In this context the magnificent colonnades framing the piazza take on added meaning. Not only do they clearly demarcate the boundaries of the sheepfold, of orthodoxy, of membership in the Church - they also speak to us of the utterly simple means of remaining within - and that is - obedience, or as Jesus puts it - keep my commandments.

Especially in these disobedient times, at the very time the people of Ireland are voting whether to put God's word aside or not, we should meditate deeply on these truths. The colonnades symbolise the limits we must not cross if we are to be part of the fold. They speak to us of God-given authority in the Church, her hierarchical structure, her ways of worship and her sacraments, her moral laws, Tradition and Scripture as well as the unalterable content of her Faith. All these things form a part of the conditions for the Church's greatest gift - communion with Christ - and therefore with one another. This is really what those colonnades point to - obedience to faith.
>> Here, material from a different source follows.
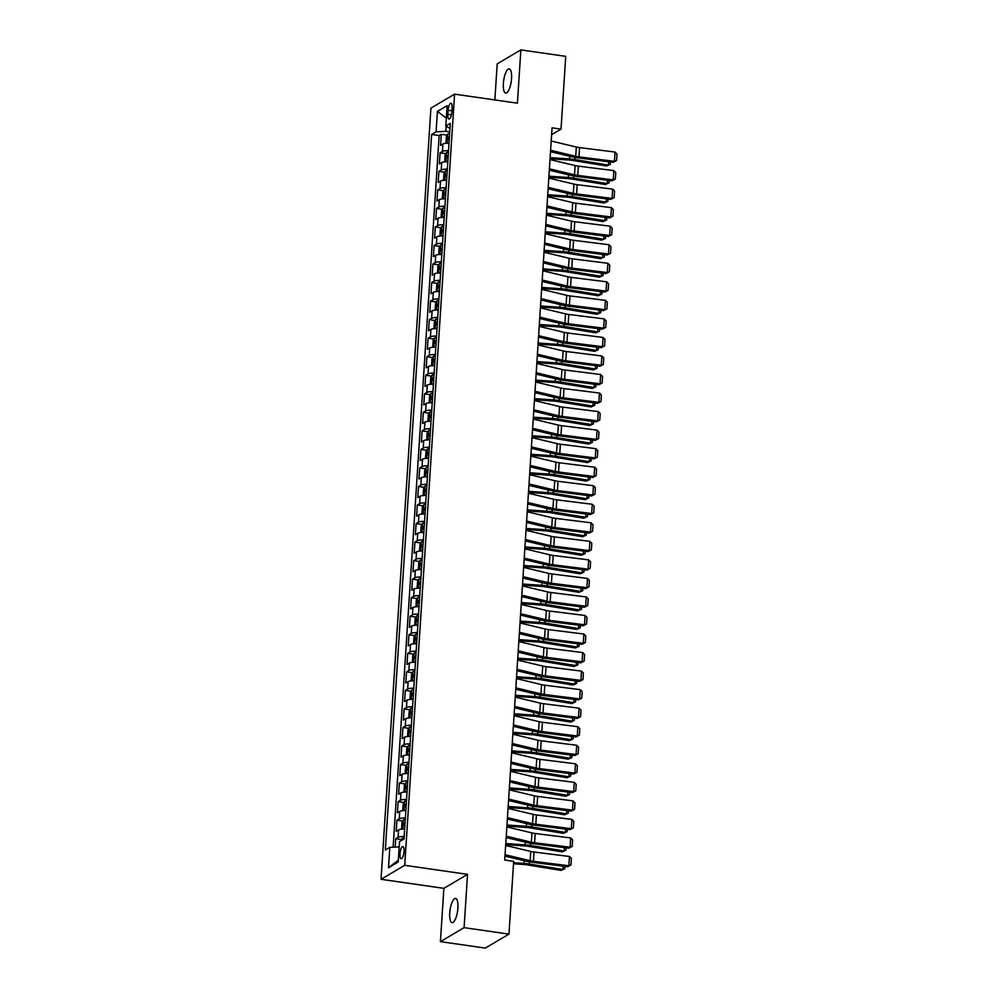 <?xml version="1.0" encoding="UTF-8"?>
<svg xmlns="http://www.w3.org/2000/svg" width="998" height="998" viewBox="0 0 998 998"><rect width="100%" height="100%" fill="white"/><g stroke="black" fill="none" stroke-linecap="round" stroke-linejoin="round"><path stroke-width="1.5" d="M457.907 908.13A12.226 3.817 -81.8 0 0 455.562 898.45A12.226 3.817 -81.8 0 0 449.724 912.97A12.226 3.817 -81.8 0 0 452.069 922.639A12.226 3.817 -81.8 0 0 457.907 908.13M511.55 78.568A12.226 3.817 -81.8 0 0 509.205 68.899A12.226 3.817 -81.8 0 0 503.366 83.408A12.226 3.817 -81.8 0 0 505.724 93.088A12.226 3.817 -81.8 0 0 511.55 78.568M404.065 851.419A6.113 1.909 -81.8 0 0 402.893 846.591A6.113 1.909 -81.8 0 0 399.973 853.839A6.113 1.909 -81.8 0 0 401.146 858.679A6.113 1.909 -81.8 0 0 404.065 851.419M440.417 941.638L464.095 927.653L467.538 874.36L443.873 888.345L440.417 941.638L485.302 948.1L508.968 934.116L513.671 861.349L504.701 860.064L552.056 127.831L561.026 129.116L565.729 56.362L520.856 49.9L497.191 63.884L494.858 99.95M443.873 888.345L381.036 879.3L430.911 108.133L454.577 94.149L404.714 865.303L381.036 879.3M449 143.238A7.635 1.771 -176.3 0 0 442.9 144.024L440.567 145.409L441.291 134.281L447.129 135.129M448.526 150.661A7.635 1.771 -176.3 0 0 442.426 151.447L440.093 152.819L445.931 153.667M440.093 152.819L439.37 163.946L441.702 162.562A7.635 1.771 -176.3 0 1 447.803 161.776M446.605 180.314A7.635 1.771 -176.3 0 0 440.505 181.1L438.172 182.484L438.895 171.357L444.734 172.205M445.407 198.852A7.635 1.771 -176.3 0 0 439.307 199.637L436.974 201.022L437.685 189.894L443.536 190.743M444.21 217.389A7.635 1.771 -176.3 0 0 438.11 218.175L435.777 219.56L436.488 208.432L442.339 209.281M443.012 235.927A7.635 1.771 -176.3 0 0 436.912 236.713L434.579 238.098L435.29 226.97L441.141 227.818M441.815 254.465A7.635 1.771 -176.3 0 0 435.714 255.251L433.382 256.636L434.093 245.508L439.943 246.356M440.617 273.003A7.635 1.771 -176.3 0 0 434.517 273.789L432.171 275.174L432.895 264.046L438.733 264.894M439.407 291.541A7.635 1.771 -176.3 0 0 433.319 292.327L430.974 293.711L431.697 282.584L437.536 283.432M438.209 310.079A7.635 1.771 -176.3 0 0 432.109 310.865L429.776 312.249L430.5 301.122L436.338 301.97M437.012 328.616A7.635 1.771 -176.3 0 0 430.911 329.402L428.579 330.787L429.302 319.659L435.14 320.508M435.814 347.154A7.635 1.771 -176.3 0 0 429.714 347.94L427.381 349.325L428.105 338.197L433.943 339.046M434.617 365.692A7.635 1.771 -176.3 0 0 428.516 366.478L426.183 367.863L426.907 356.735L432.745 357.583M433.419 384.23A7.635 1.771 -176.3 0 0 427.319 385.016L424.986 386.401L425.709 375.273L431.548 376.109M432.221 402.768A7.635 1.771 -176.3 0 0 426.121 403.554L423.788 404.939L424.499 393.811L430.35 394.647M431.024 421.306A7.635 1.771 -176.3 0 0 424.923 422.092L422.591 423.476L423.302 412.349L429.152 413.184M429.826 439.844A7.635 1.771 -176.3 0 0 423.726 440.629L421.393 442.014L422.104 430.887L427.955 431.722M428.629 458.381A7.635 1.771 -176.3 0 0 422.528 459.167L420.195 460.552L420.906 449.424L426.745 450.26M427.431 476.919A7.635 1.771 -176.3 0 0 421.331 477.705L418.985 479.09L419.709 467.962L425.547 468.798M426.221 495.457A7.635 1.771 -176.3 0 0 420.133 496.243L417.788 497.615L418.511 486.5L424.35 487.336M425.023 513.995A7.635 1.771 -176.3 0 0 418.923 514.781L416.59 516.153L417.314 505.038L423.152 505.874M423.826 532.533A7.635 1.771 -176.3 0 0 417.725 533.319L415.393 534.691L416.116 523.576L421.954 524.412M422.628 551.071A7.635 1.771 -176.3 0 0 416.528 551.857L414.195 553.229L414.919 542.114L420.757 542.949M421.43 569.609A7.635 1.771 -176.3 0 0 415.33 570.394L412.997 571.767L413.721 560.651L419.559 561.487M420.233 588.146A7.635 1.771 -176.3 0 0 414.133 588.932L411.8 590.305L412.523 579.189L418.362 580.025M419.035 606.684A7.635 1.771 -176.3 0 0 412.935 607.47L410.602 608.842L411.313 597.727L417.164 598.563M417.838 625.222A7.635 1.771 -176.3 0 0 411.737 626.008L409.405 627.38L410.116 616.265L415.966 617.101M416.64 643.76A7.635 1.771 -176.3 0 0 410.54 644.546L408.207 645.918L408.918 634.803L414.769 635.639M415.442 662.298A7.635 1.771 -176.3 0 0 409.342 663.084L407.009 664.456L407.72 653.341L413.559 654.177M414.232 680.836A7.635 1.771 -176.3 0 0 408.145 681.622L405.799 682.994L406.523 671.879L412.361 672.714M413.035 699.373A7.635 1.771 -176.3 0 0 406.935 700.159L404.602 701.532L405.325 690.416L411.164 691.252M411.837 717.911A7.635 1.771 -176.3 0 0 405.737 718.697L403.404 720.069L404.128 708.954L409.966 709.79M410.64 736.449A7.635 1.771 -176.3 0 0 404.539 737.235L402.206 738.607L402.93 727.492L408.768 728.328M409.442 754.987A7.635 1.771 -176.3 0 0 403.342 755.773L401.009 757.145L401.732 746.03L407.571 746.866M408.244 773.525A7.635 1.771 -176.3 0 0 402.144 774.298L399.811 775.683L400.535 764.555L406.373 765.404M407.047 792.05A7.635 1.771 -176.3 0 0 400.947 792.836L398.614 794.221L399.337 783.093L405.176 783.941M405.849 810.588A7.635 1.771 -176.3 0 0 399.749 811.374L397.416 812.759L398.127 801.631L403.978 802.479M404.652 829.126A7.635 1.771 -176.3 0 0 398.551 829.912L396.218 831.297L396.93 820.169L402.78 821.017M448.114 110.267L447.853 114.346A5.913 1.846 -81.8 0 0 449 119.036A5.913 1.846 -81.8 0 0 451.82 112.001L452.082 107.921A5.913 1.846 -81.8 0 0 450.946 103.231A5.913 1.846 -81.8 0 0 448.114 110.267L451.894 110.815M446.156 126.259L445.819 131.337L436.089 131.823L431.61 134.468L385.328 850.009L389.806 847.364L388.496 867.761L398.214 862.01L399.537 841.626L404.015 838.981L450.285 123.428L445.807 126.072L449.961 128.368M436.089 131.823L437.398 111.427L447.129 105.688L445.807 126.072M441.291 134.281L439.145 135.553L393.125 847.202M404.165 836.549A7.635 1.771 3.7 0 0 398.065 837.334L395.732 838.707L395.196 847.102M396.93 820.169L399.262 818.797A7.635 1.771 3.7 0 1 405.363 818.011M398.127 801.631L400.472 800.259A7.635 1.771 3.7 0 1 406.56 799.473M399.337 783.093L401.67 781.721A7.635 1.771 3.7 0 1 407.77 780.935M400.535 764.555L402.868 763.183A7.635 1.771 3.7 0 1 408.968 762.397M401.732 746.03L404.065 744.645A7.635 1.771 3.7 0 1 410.166 743.859M402.93 727.492L405.263 726.107A7.635 1.771 3.7 0 1 411.363 725.321M404.128 708.954L406.46 707.57A7.635 1.771 3.7 0 1 412.561 706.784M405.325 690.416L407.658 689.032A7.635 1.771 3.7 0 1 413.758 688.246M406.523 671.879L408.856 670.494A7.635 1.771 3.7 0 1 414.956 669.708M407.72 653.341L410.053 651.956A7.635 1.771 3.7 0 1 416.154 651.17M408.918 634.803L411.251 633.418A7.635 1.771 3.7 0 1 417.351 632.632M410.116 616.265L412.461 614.88A7.635 1.771 3.7 0 1 418.549 614.094M411.313 597.727L413.659 596.342A7.635 1.771 3.7 0 1 419.759 595.557M412.523 579.189L414.856 577.805A7.635 1.771 3.7 0 1 420.956 577.019M413.721 560.651L416.054 559.267A7.635 1.771 3.7 0 1 422.154 558.481M414.919 542.114L417.251 540.729A7.635 1.771 3.7 0 1 423.352 539.943M416.116 523.576L418.449 522.191A7.635 1.771 3.7 0 1 424.549 521.405M417.314 505.038L419.647 503.653A7.635 1.771 3.7 0 1 425.747 502.867M418.511 486.5L420.844 485.115A7.635 1.771 3.7 0 1 426.944 484.329M419.709 467.962L422.042 466.577A7.635 1.771 3.7 0 1 428.142 465.792M420.906 449.424L423.239 448.04A7.635 1.771 3.7 0 1 429.34 447.254M422.104 430.887L424.437 429.502A7.635 1.771 3.7 0 1 430.537 428.716M423.302 412.349L425.647 410.964A7.635 1.771 3.7 0 1 431.735 410.178M424.499 393.811L426.845 392.426A7.635 1.771 3.7 0 1 432.945 391.64M425.709 375.273L428.042 373.888A7.635 1.771 3.7 0 1 434.142 373.102M426.907 356.735L429.24 355.35A7.635 1.771 3.7 0 1 435.34 354.577M428.105 338.197L430.437 336.825A7.635 1.771 3.7 0 1 436.538 336.039M429.302 319.659L431.635 318.287A7.635 1.771 3.7 0 1 437.735 317.501M430.5 301.122L432.833 299.749A7.635 1.771 3.7 0 1 438.933 298.963M431.697 282.584L434.03 281.211A7.635 1.771 3.7 0 1 440.13 280.426M432.895 264.046L435.228 262.674A7.635 1.771 3.7 0 1 441.328 261.888M434.093 245.508L436.425 244.136A7.635 1.771 3.7 0 1 442.526 243.35M435.29 226.97L437.623 225.598A7.635 1.771 3.7 0 1 443.723 224.812M436.488 208.432L438.833 207.06A7.635 1.771 3.7 0 1 444.921 206.274M437.685 189.894L440.031 188.522A7.635 1.771 3.7 0 1 446.131 187.736M438.895 171.357L441.228 169.984A7.635 1.771 3.7 0 1 447.329 169.198M449.736 131.911L445.819 131.337M464.095 927.653L508.968 934.116M467.538 874.36L404.714 865.303M454.577 94.149L517.413 103.193L520.856 49.9M551.607 134.693L561.026 129.116M439.145 135.553L431.61 134.468M395.732 838.707L401.583 839.555M389.806 847.364L399.188 846.903M446.318 118.113L437.398 111.427M388.496 867.761L398.339 860.151M551.195 141.017L576.32 147.03A9.543 2.208 -176.3 0 0 579.576 147.604L615.042 152.058L614.444 161.327L616.539 160.528L613.171 162.312L577.705 157.859A14.321 3.318 3.7 0 1 572.815 156.998L550.509 151.659M613.171 162.312L614.444 161.327L578.977 156.873A9.543 2.208 -176.3 0 1 575.721 156.299L550.597 150.286M615.042 152.058L616.964 154.041L616.539 160.528M447.191 143.25A5.065 1.173 3.7 0 1 449.025 142.839M550.048 158.757L569.334 160.067A9.543 2.208 3.7 0 1 572.877 160.478L606.572 165.98L608.493 165.082L574.798 159.58A14.321 3.318 -176.3 0 0 569.484 158.969L550.123 157.647M447.69 134.069L447.104 143.25L445.969 142.178L446.331 136.614L447.728 134.006A5.065 1.173 3.7 0 1 449.624 133.57M449.399 137.088A5.065 1.173 -176.3 0 0 448.202 137.275L448.065 139.508A5.065 1.173 3.7 0 1 449.262 139.321M610.427 161.975L610.265 164.333L606.572 165.98M610.265 164.333L608.493 165.082L608.705 161.751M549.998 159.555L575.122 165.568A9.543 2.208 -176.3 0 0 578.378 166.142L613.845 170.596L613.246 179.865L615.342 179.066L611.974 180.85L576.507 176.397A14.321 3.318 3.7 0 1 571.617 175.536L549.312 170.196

Which brings us back to the gift of the Holy Spirit whose coming we celebrate today. It was to the profound communion with God of Mary and the Apostles who had all met in one room that the Holy Spirit came. The Apostles immediately arose and, set free and empowered by the Holy Spirit, they began their life's work, preaching the gospel to all creation. Those who accepted his message were baptised, and about three thousand were added to their number that day (Acts 2:41).

Peter and the other Apostles were called to account for their preaching. They stood before the Sanhedrin who ordered them to preach no more. Their reply? We must obey God rather than human beings! (Jn 5:29)

There is that word again. Obey! Peter and the Apostles knew that obeying the Sanhedrin meant they could no longer consider themselves part of the flock of Christ. They well understood the betrayal which was being proposed to them and so instead they resumed their preaching right then and there - to the Sanhedrin.

The God of our ancestors raised Jesus from the dead—whom you killed by hanging him on a cross. God exalted him to his own right hand as Prince and Saviour that he might bring Israel to repentance and forgive their sins.  We are witnesses of these things, and so is the Holy Spirit, whom God has given to those who obey him.

Did you hear that?

....the Holy Spirit, whom God has given to those who obey him.